As chief of staff in the Republican majority, she will have a broad portfolio that entails office and personnel responsibilities, while making sure the entire enterprise is working at a high level.
Soderstrom will also help the GOP develop and settle on strategy, as she did during the debate in McConnell’s office over whether to call Vice President Joseph R. Biden Jr. during the fiscal cliff talks at the end of 2012. Biden and McConnell ended up brokering the deal that averted going over the cliff.
“That was clearly a big decision that altered the trajectory of that negotiation,” said Rohit Kumar, who previously served as deputy chief of staff for McConnell and who is now at PricewaterhouseCoopers. “It was a contentious decision discussed amongst the senior staff … and if she had said, ‘No, that’s a bad idea,’ it would have carried great weight in the leader’s mind.”
Soderstrom is also keen at knowing how senators might vote and anticipating how events may be resolved.
“I used to describe the Senate as a living, breathing creature and it has a pulse and it has a tempo to it,” Lott said. “Not a lot of people sense that or get a feeling of about what’s about to happen on an issue and she’s really good at that.”
Soderstrom was initially overlooked when she was searching for work on Capitol Hill, according to Coats.
“When I was in the House of Representatives, she first came to my office just after graduating from [the University of Virginia], in three years, by the way, instead of four, and the biggest mistake I made, because I had filled up my staff, was not finding a place for Sharon,” Coats said.
She eventually got a job with Sen. Paul Trible, R-Va., according to Coats, who got his opportunity to hire her as a legislative director in 1990, in his first stint in the Senate. “I tried to remedy my mistake,” Coats said. Soderstrom rose to chief of staff.
Soderstrom served a two-year stint as Republican staff director of the Senate Health, Education, Labor and Pensions Committee before being hired in 2004 as deputy chief of staff under Sen. Bill Frist, R-Tenn., who was elected majority leader after Lott. McConnell first hired her as his deputy two years later.
Her longevity stands out in a Senate where there’s been much turnover among staff and senators.
“She has a perspective that rivals that of senators in terms of her longevity,” Kumar said. “In that world having somebody who’s been there for a longer period of time” lends “an important perspective to the institution … and it allows her to be an ever-more effective chief of staff to the leader.”
Kyle Simmons, who served as McConnell’s chief of staff before Soderstrom, said she was so important that when McConnell first put his leadership team together, “We started by recruiting Sharon first and then building around her.”
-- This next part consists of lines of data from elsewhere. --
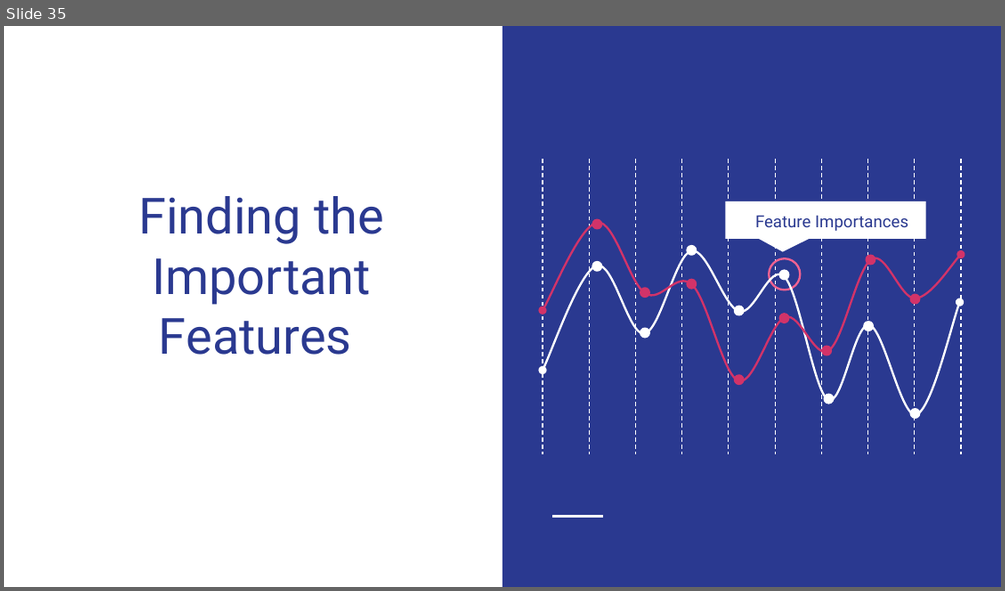
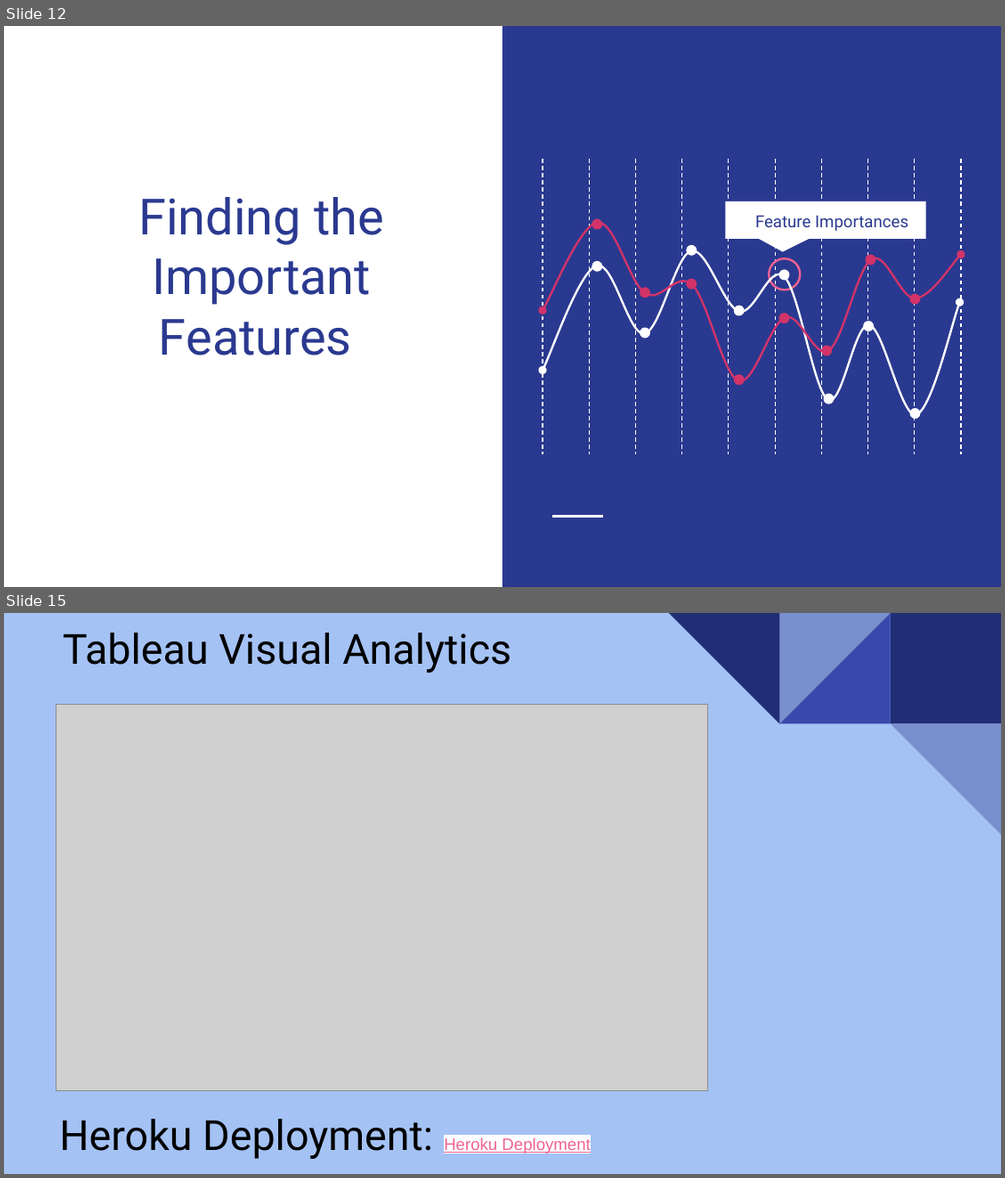
Before and after one commit to uzmabb182/Heroku-outcome-prediction, a slide deck: static/presentation/final_project_presentation_slides.pptx. Shown one above the other, each under a label of ours: slide 35 before the commit, slides 12 and 15 after it; the slides between them are not shown. The pictures are 1005x591 and 1005x1178 pixels, drawn with LibreOffice and Linux fonts; fonts in the diff are those of the drawing; grey boxes stand for pictures. Boxes give left, top, right and bottom in pixels: in the first picture for what was removed or moved away, otherwise in the second. Text is boxed around its words. In the diff, an @@ line names an element or a change of style, - is before the commit and + after.

```diff
--- a/static/presentation/final_project_presentation_slides.pptx
+++ b/static/presentation/final_project_presentation_slides.pptx
@@ slide 15 added at [4, 613, 1001, 1174], background #A4C2F4 @@
@@ text added at [63, 633, 511, 673], 30 pt, text #000000 @@
+Tableau Visual Analytics
@@ picture added at [56, 705, 707, 1090] @@
@@ group added at [669, 613, 1001, 835]: 4 right triangles, 1 rectangle @@
@@ text added at [59, 1119, 590, 1159], 30 pt, text #000000 @@
+Heroku Deployment: Heroku Deployment
@@ what was slide 35 is now slide 12 @@
```
Also in this commit, not shown: 4 slides changed, 8 other slides added, 33 slides removed, 1 other file.
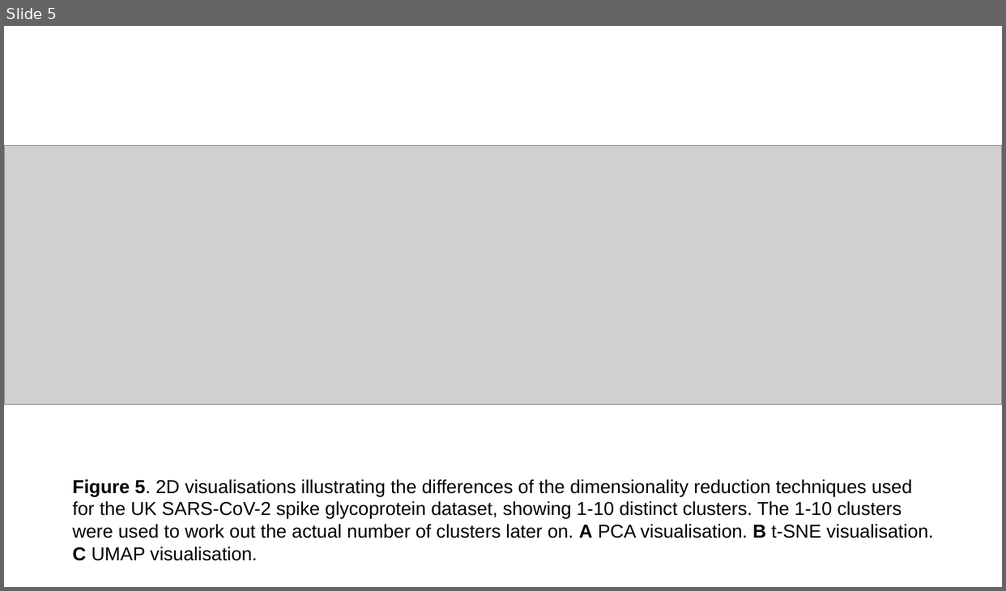
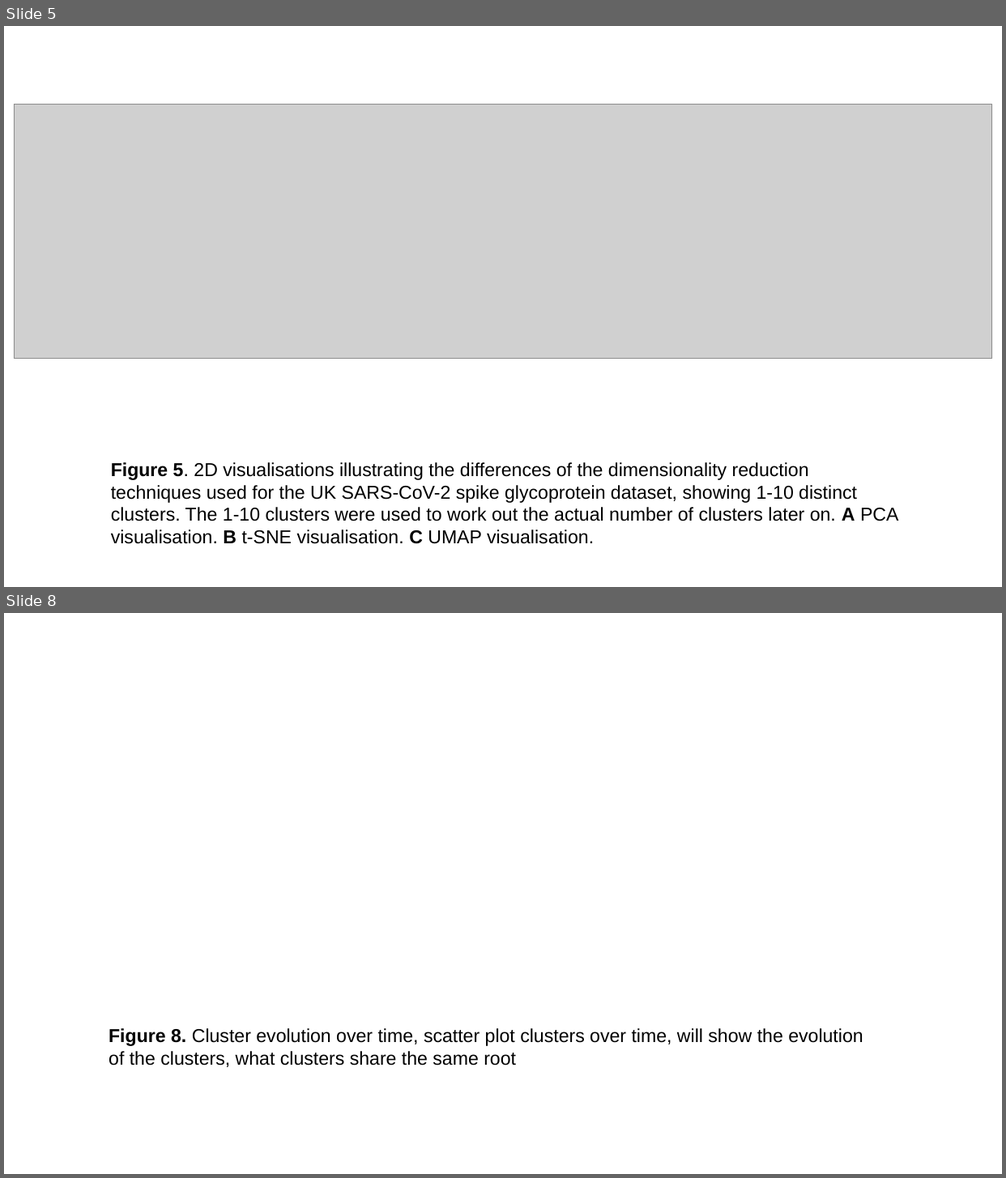
Before and after one commit to sha524/Spike_protein, a slide deck: Plots and Figures/Real plots and figures/Completed figures with captions.pptx. Shown one above the other, each under a label of ours: slide 5 before the commit, slides 5 and 8 after it; the slides between them are not shown. The pictures are 1006x591 and 1006x1178 pixels, drawn with LibreOffice and Linux fonts; fonts in the diff are those of the drawing; grey boxes stand for pictures. Boxes give left, top, right and bottom in pixels: in the first picture for what was removed or moved away, otherwise in the second. Text is boxed around its words. In the diff, an @@ line names an element or a change of style, - is before the commit and + after.

Commit message:
Planning report and figures

```diff
--- a/Plots and Figures/Real plots and figures/Completed figures with captions.pptx
+++ b/Plots and Figures/Real plots and figures/Completed figures with captions.pptx
@@ slide 8 added at box(4, 613, 1002, 1174), background #FFFFFF @@
@@ text added at box(108, 1029, 863, 1067), 18 pt, text #000000 @@
+Figure 8. Cluster evolution over time, scatter plot clusters over time, will show the evolution of the clusters, what clusters share the same root
@@ slide 5 changed as well @@
@@ picture: place and size @@
-picture at box(4, 145, 1002, 405)
+picture at box(15, 104, 992, 358)
@@ text "Figure 5. 2D visualisations illustrating ..." rewrapped from box(73, 480, 933, 561) to box(111, 463, 898, 544) @@
```
Also in this commit, not shown: 4 other slides changed, 3 other slides added, 1 slide removed, 1 other file.
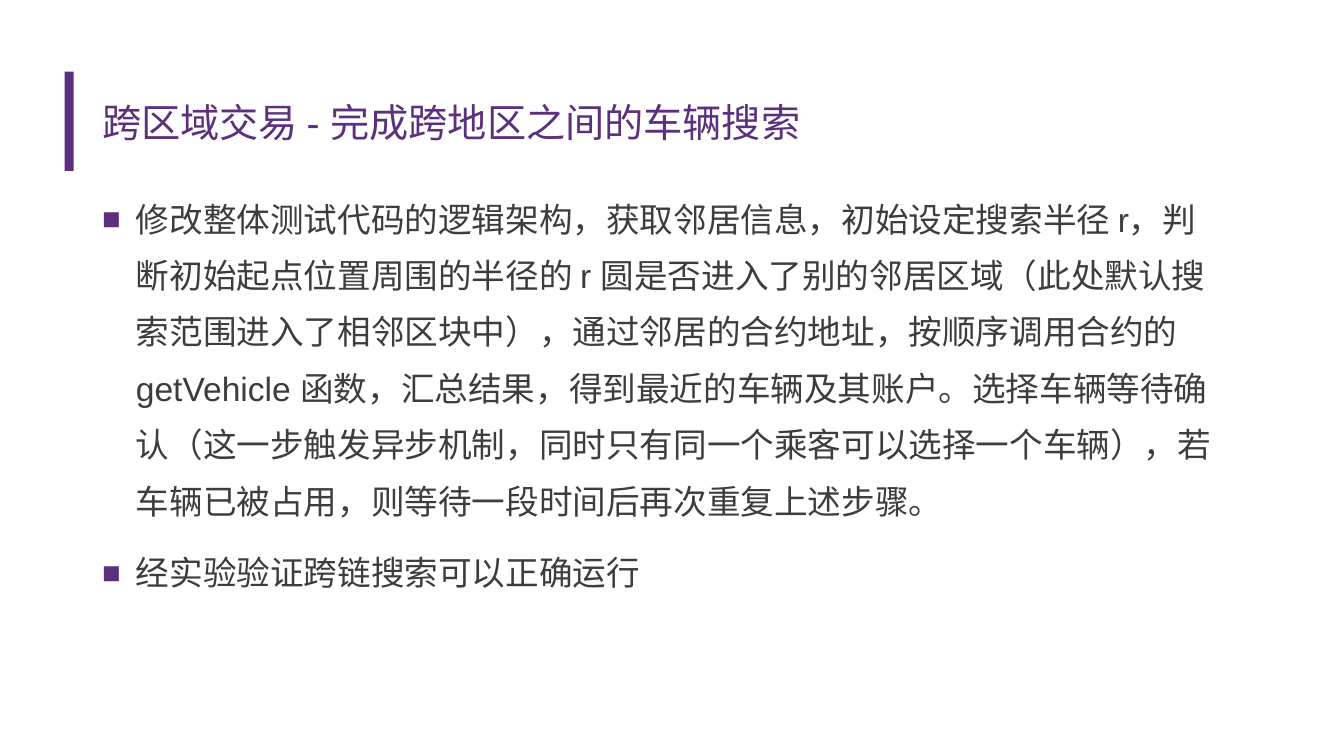
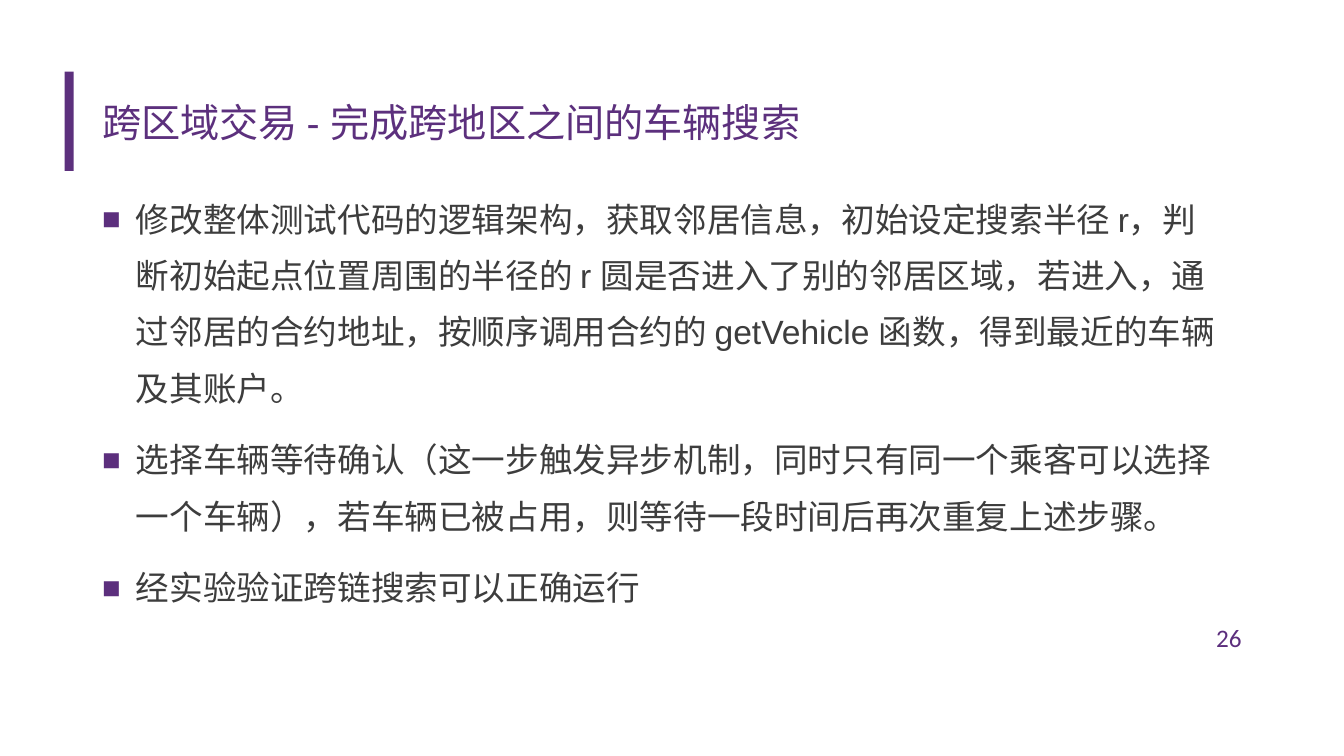
Before and after one commit to diyz19/GraduationDesign, a slide deck: slide 26 of FinalThesis/答辩ppt.pptx. Drawn at 1344x756 pixels with LibreOffice and Linux fonts; fonts in the diff are those of the drawing; background and template pictures are left out. Boxes give left, top, right and bottom in pixels: in the first picture for what was removed or moved away, otherwise in the second. Text is boxed around its words. In the diff, an @@ line names an element or a change of style, - is before the commit and + after.

```diff
--- a/FinalThesis/答辩ppt.pptx
+++ b/FinalThesis/答辩ppt.pptx
@@ text at [136, 203, 1215, 533]: text changed @@
-■ 修改整体测试代码的逻辑架构，获取邻居信息，初始设定搜索半径 r，判断初始起点位置周围的半径的 r 圆是否进入了别的邻居区域（此处默认搜索范围进入了相邻区块中），通过邻居的合约地址，按顺序调用合约的 getVehicle 函数，汇总结果，得到最近的车辆及其账户。选择车辆等待确认（这一步触发异步机制，同时只有同一个乘客可以选择一个车辆），若车辆已被占用，则等待一段时间后再次重复上述步骤。
+■ 修改整体测试代码的逻辑架构，获取邻居信息，初始设定搜索半径 r，判断初始起点位置周围的半径的 r 圆是否进入了别的邻居区域，若进入，通过邻居的合约地址，按顺序调用合约的 getVehicle 函数，得到最近的车辆及其账户。
+■ 选择车辆等待确认（这一步触发异步机制，同时只有同一个乘客可以选择一个车辆），若车辆已被占用，则等待一段时间后再次重复上述步骤。
@@ page number added at [1216, 630, 1242, 647], 18 pt, text #5C2F7D @@
+26
```
Also in this commit, not shown: 33 other slides changed, 1 other file.
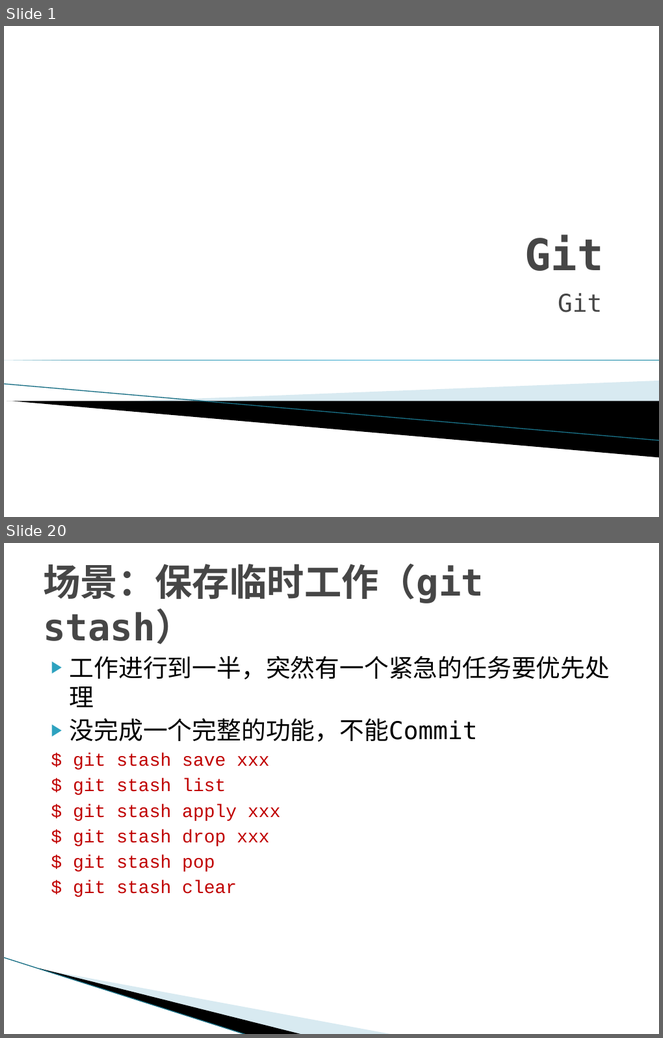
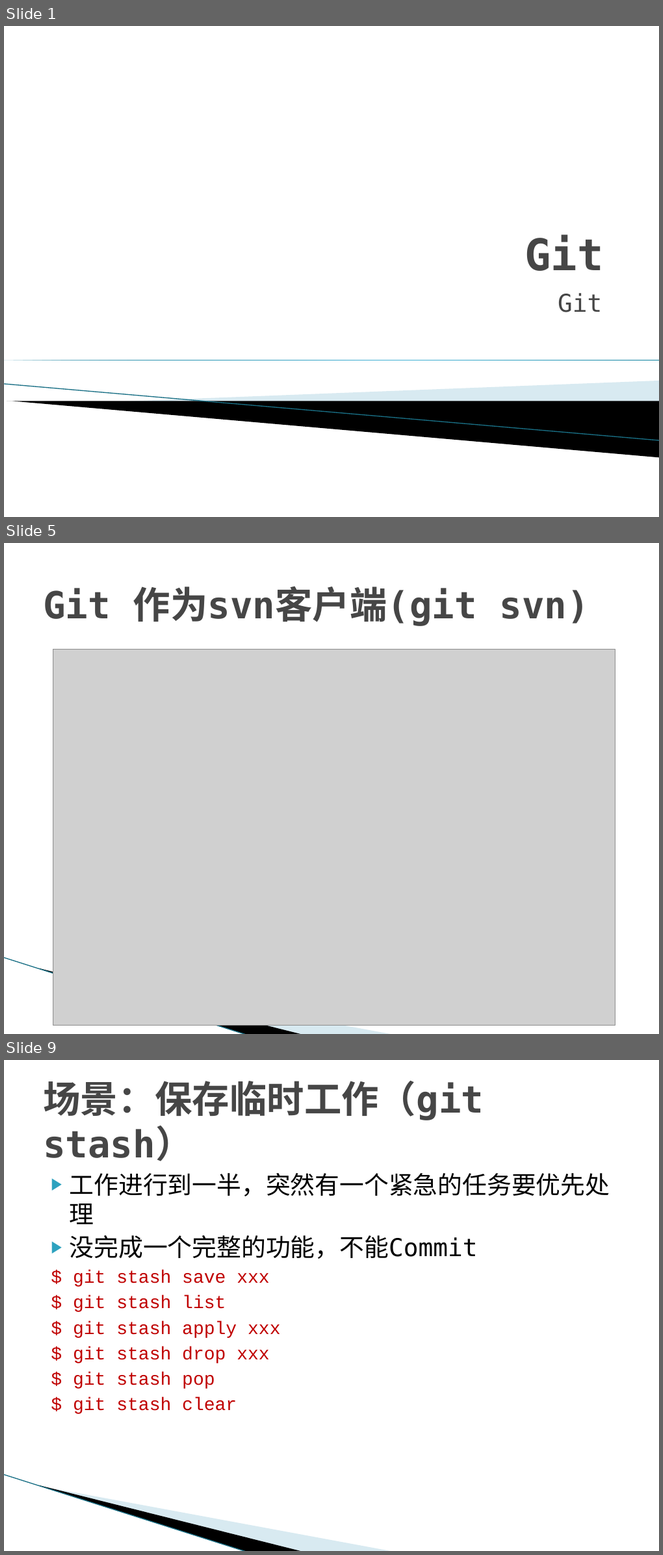
Before and after one commit to texnician/demo, a slide deck: ppt/Git.pptx. Shown one above the other, each under a label of ours: slides 1 and 20 before the commit, slides 1, 5 and 9 after it; the slides between them are not shown. The pictures are 663x1038 and 663x1555 pixels, drawn with LibreOffice and Linux fonts; fonts in the diff are those of the drawing; grey boxes stand for pictures; background and template pictures are left out. Boxes give left, top, right and bottom in pixels: in the first picture for what was removed or moved away, otherwise in the second. Text is boxed around its words. In the diff, an @@ line names an element or a change of style, - is before the commit and + after.

```diff
--- a/ppt/Git.pptx
+++ b/ppt/Git.pptx
@@ slide 5 added at (4,543,659,1034), background #FFFFFF; not listed: 3 template elements that a slide beside it also shows @@
@@ title added at (43,586,589,626), 41 pt, text #464646, bold @@
+Git 作为svn客户端(git svn)
@@ picture added at (53,649,615,1025) @@
@@ what was slide 20 is now slide 9 @@
```
Also in this commit, not shown: 5 slides changed, 7 other slides added, 14 other files.
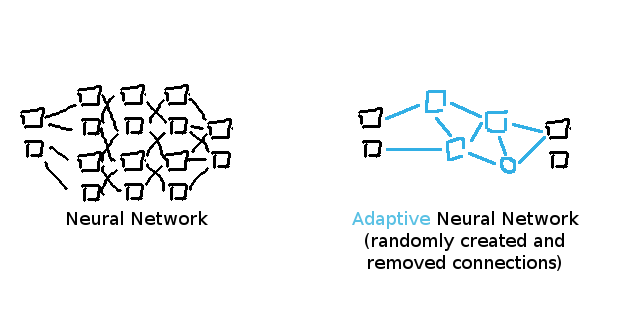
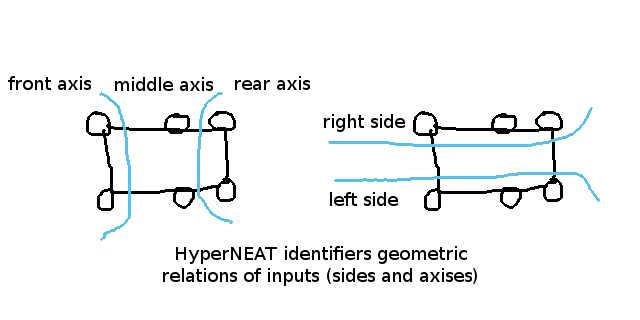
Revision of a layered 640 × 320 image; what changed, layer by layer:
showed "hyperneat-geometry" over [8, 76, 600, 286]
hid "adaptive-nn" over [20, 84, 579, 271]

“She was that important and that experienced and had performed at a very high level in previous leader offices,” Simmons said, “[so] we felt [she] would give us a running start to be effective from day one.”
Simmons said Soderstrom has the three pillars needed to be successful in the job: the trust of McConnell, the respect of the conference and the trust of her fellow staffers, “who rely on her judgment and most importantly her experience.”
Soderstrom is also known as a quick study of the myriad policy issues that come through the leader’s office.
“In the leader’s office you have to be an expert on everything; everybody is going to come through the front door with whatever policy matter they have and expect you to up to speed on it and understand where they are coming from and she is so good at that,” said David Schiappa, who was secretary for the minority under McConnell and now is at the Duberstein Group.
Also known as a great boss, particularly to younger staff, Soderstrom typically lets co-workers go home on holidays to be with their family, while she stays behind and minds the office.
“Just from a personal standpoint, she takes a great interest in others’ lives up there,” Schiappa said. “When we were going to be there late … her first thoughts to me was I’ve got to make sure [my staff] get out of here … she was concerned about the people.”